> [PROBLEM REQUIREMENTS] Transcribe the data exactly. Pictures stay out.

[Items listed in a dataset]
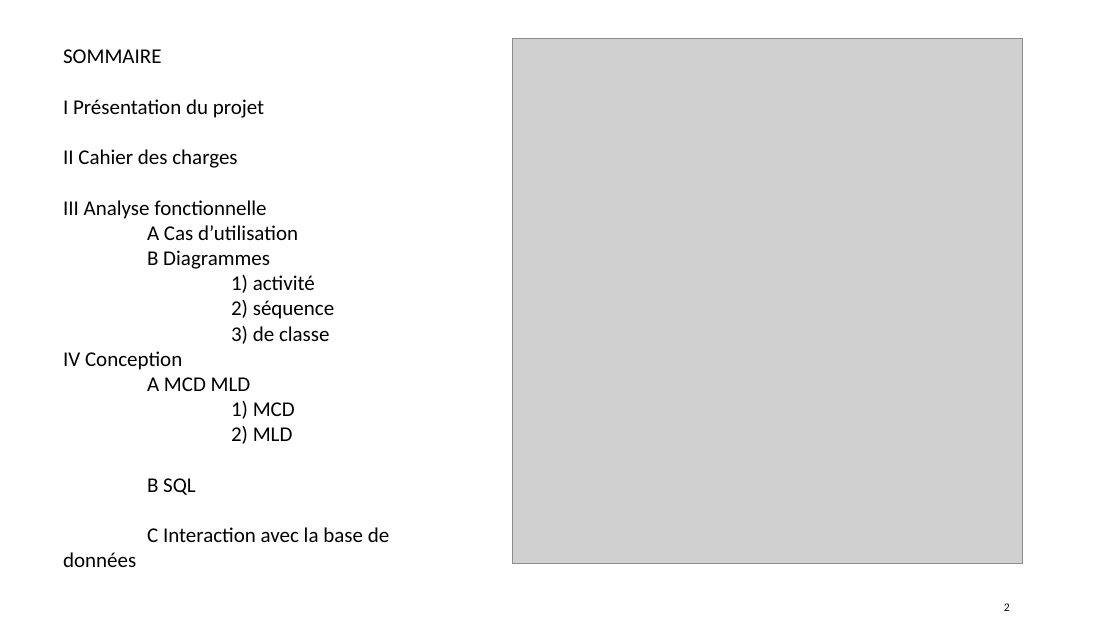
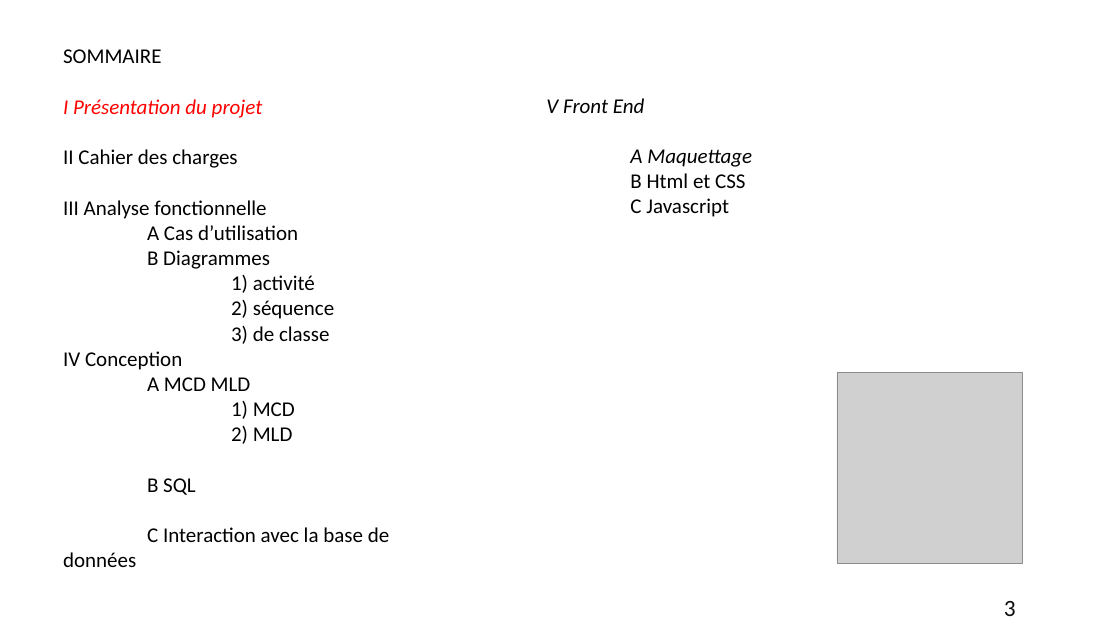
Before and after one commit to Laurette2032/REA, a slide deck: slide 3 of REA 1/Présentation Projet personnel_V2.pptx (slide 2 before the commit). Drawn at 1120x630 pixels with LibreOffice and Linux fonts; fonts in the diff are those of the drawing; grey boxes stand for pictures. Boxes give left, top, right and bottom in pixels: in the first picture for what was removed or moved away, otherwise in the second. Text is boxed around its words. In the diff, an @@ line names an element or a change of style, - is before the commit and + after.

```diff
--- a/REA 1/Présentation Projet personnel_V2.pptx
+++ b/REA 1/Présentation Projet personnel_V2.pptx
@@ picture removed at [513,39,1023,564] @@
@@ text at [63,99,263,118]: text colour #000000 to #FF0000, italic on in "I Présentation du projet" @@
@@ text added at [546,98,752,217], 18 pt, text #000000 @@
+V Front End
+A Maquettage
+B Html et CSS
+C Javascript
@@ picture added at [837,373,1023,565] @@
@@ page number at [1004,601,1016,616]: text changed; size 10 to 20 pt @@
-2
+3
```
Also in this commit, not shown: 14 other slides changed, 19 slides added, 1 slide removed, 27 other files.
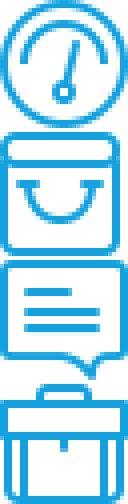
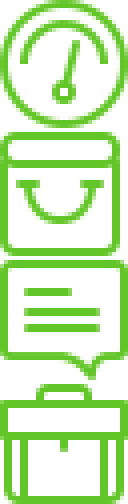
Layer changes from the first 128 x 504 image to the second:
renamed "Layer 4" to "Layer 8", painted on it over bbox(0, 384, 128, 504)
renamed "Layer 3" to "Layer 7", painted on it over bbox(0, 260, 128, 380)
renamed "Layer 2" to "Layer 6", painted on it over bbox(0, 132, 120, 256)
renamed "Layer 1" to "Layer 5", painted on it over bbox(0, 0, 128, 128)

> [TASK RESULT]
Before and after one commit to Laurette2032/REA, a slide deck: slide 3 of REA 1/Présentation Projet personnel_V2.pptx (slide 2 before the commit). Drawn at 1120x630 pixels with LibreOffice and Linux fonts; fonts in the diff are those of the drawing; grey boxes stand for pictures. Boxes give left, top, right and bottom in pixels: in the first picture for what was removed or moved away, otherwise in the second. Text is boxed around its words. In the diff, an @@ line names an element or a change of style, - is before the commit and + after.

```diff
--- a/REA 1/Présentation Projet personnel_V2.pptx
+++ b/REA 1/Présentation Projet personnel_V2.pptx
@@ picture removed at [513,39,1023,564] @@
@@ text at [63,99,263,118]: text colour #000000 to #FF0000, italic on in "I Présentation du projet" @@
@@ text added at [546,98,752,217], 18 pt, text #000000 @@
+V Front End
+A Maquettage
+B Html et CSS
+C Javascript
@@ picture added at [837,373,1023,565] @@
@@ page number at [1004,601,1016,616]: text changed; size 10 to 20 pt @@
-2
+3
```
Also in this commit, not shown: 14 other slides changed, 19 slides added, 1 slide removed, 27 other files.
Layer changes from the first 128 x 504 image to the second:
renamed "Layer 4" to "Layer 8", painted on it over bbox(0, 384, 128, 504)
renamed "Layer 3" to "Layer 7", painted on it over bbox(0, 260, 128, 380)
renamed "Layer 2" to "Layer 6", painted on it over bbox(0, 132, 120, 256)
renamed "Layer 1" to "Layer 5", painted on it over bbox(0, 0, 128, 128)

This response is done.